◆ REQUIRED WORK
Below are the entries; return exactly the line with "wind_final_uv) * v_color;" and every later line, without anything else.

◆ DATA LISTING
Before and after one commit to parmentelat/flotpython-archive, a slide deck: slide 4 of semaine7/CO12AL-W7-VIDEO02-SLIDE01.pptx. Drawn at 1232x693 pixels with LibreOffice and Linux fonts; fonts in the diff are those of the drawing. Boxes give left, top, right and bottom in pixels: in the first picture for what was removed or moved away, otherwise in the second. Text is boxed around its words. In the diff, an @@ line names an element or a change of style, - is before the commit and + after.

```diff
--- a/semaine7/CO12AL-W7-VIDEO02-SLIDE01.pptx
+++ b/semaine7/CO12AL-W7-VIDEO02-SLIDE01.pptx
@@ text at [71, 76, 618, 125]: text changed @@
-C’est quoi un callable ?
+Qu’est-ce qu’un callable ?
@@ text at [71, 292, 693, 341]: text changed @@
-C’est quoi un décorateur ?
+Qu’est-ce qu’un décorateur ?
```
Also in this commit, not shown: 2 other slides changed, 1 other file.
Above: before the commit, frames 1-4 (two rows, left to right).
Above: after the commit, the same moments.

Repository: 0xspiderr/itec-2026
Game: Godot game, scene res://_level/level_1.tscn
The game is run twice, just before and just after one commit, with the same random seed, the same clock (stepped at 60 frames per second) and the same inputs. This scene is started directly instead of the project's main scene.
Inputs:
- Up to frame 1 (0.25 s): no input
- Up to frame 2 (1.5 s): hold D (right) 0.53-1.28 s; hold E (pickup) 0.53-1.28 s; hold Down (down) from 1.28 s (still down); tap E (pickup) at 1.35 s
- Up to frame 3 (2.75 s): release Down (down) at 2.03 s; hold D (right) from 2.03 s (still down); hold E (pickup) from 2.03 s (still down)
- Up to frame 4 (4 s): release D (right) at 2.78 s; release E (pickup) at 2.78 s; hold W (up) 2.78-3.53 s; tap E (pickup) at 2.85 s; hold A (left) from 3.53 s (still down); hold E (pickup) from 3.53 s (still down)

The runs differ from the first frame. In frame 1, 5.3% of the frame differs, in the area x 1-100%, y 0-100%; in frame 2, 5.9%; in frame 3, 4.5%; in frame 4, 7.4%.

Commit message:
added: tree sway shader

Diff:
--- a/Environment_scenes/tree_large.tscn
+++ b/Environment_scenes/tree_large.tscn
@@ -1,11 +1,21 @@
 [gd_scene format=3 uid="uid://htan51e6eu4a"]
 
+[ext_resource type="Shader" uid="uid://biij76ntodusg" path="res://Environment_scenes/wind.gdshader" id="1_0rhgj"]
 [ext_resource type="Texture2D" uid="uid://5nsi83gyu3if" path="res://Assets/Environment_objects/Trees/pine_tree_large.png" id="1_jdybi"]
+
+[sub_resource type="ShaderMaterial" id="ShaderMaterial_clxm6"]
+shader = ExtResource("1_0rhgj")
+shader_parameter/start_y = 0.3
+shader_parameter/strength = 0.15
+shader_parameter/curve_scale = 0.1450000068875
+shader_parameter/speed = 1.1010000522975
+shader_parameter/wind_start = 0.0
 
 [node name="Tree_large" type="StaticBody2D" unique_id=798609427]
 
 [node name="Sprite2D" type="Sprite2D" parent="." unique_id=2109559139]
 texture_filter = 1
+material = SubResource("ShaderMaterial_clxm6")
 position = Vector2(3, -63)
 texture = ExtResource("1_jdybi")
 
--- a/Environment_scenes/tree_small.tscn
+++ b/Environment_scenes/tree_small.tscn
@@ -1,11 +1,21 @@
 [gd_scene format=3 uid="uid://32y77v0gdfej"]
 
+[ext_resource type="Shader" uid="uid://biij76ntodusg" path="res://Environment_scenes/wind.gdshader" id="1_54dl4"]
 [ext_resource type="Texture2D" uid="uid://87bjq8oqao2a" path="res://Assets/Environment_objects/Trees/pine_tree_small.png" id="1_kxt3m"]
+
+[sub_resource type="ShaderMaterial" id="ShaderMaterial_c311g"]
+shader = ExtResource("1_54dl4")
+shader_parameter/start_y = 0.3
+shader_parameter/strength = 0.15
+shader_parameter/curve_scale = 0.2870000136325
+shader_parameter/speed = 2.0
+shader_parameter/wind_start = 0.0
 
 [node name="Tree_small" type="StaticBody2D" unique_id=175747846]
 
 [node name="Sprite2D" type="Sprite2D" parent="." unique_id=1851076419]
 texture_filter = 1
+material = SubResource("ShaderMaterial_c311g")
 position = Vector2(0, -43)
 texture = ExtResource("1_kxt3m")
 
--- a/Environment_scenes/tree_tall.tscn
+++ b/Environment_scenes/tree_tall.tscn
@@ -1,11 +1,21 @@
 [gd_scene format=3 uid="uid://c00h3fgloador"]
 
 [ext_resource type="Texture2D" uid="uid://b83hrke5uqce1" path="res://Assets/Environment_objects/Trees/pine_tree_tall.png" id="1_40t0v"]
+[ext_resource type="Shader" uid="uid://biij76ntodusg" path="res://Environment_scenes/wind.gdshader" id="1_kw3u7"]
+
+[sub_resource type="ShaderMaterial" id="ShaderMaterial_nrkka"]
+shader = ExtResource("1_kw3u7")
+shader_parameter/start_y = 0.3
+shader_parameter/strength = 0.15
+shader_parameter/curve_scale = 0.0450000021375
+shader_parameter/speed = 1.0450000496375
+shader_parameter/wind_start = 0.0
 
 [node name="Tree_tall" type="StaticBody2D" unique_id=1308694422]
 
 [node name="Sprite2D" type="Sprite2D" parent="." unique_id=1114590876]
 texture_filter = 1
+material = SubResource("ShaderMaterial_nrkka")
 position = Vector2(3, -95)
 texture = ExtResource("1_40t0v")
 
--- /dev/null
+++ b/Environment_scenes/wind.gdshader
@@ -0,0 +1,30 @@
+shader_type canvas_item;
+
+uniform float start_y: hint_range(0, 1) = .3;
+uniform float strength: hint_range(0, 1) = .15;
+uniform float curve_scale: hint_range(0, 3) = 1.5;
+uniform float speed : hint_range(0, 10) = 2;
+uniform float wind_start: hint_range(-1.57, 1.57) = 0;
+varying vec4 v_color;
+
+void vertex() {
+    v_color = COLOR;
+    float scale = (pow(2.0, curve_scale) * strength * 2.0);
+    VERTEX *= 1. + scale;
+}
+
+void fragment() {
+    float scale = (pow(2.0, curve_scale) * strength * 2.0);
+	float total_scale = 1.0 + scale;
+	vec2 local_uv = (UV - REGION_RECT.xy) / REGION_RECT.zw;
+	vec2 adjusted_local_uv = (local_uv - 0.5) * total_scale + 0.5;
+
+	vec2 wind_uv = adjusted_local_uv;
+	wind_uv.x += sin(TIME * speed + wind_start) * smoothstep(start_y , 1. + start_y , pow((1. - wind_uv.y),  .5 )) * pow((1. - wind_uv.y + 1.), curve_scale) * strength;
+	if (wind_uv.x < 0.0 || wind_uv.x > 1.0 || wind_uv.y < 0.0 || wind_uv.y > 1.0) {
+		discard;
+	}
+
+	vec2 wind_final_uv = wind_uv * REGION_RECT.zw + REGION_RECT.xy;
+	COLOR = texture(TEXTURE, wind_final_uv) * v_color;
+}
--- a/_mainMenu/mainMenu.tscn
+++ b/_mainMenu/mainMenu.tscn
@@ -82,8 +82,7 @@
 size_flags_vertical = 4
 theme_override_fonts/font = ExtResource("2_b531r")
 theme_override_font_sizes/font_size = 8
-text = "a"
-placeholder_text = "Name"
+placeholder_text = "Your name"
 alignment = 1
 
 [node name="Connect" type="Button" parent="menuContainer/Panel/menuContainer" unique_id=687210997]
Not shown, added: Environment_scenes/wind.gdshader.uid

◆ RESULT
+	COLOR = texture(TEXTURE, wind_final_uv) * v_color;
+}
--- a/_mainMenu/mainMenu.tscn
+++ b/_mainMenu/mainMenu.tscn
@@ -82,8 +82,7 @@
 size_flags_vertical = 4
 theme_override_fonts/font = ExtResource("2_b531r")
 theme_override_font_sizes/font_size = 8
-text = "a"
-placeholder_text = "Name"
+placeholder_text = "Your name"
 alignment = 1
 
 [node name="Connect" type="Button" parent="menuContainer/Panel/menuContainer" unique_id=687210997]
Not shown, added: Environment_scenes/wind.gdshader.uid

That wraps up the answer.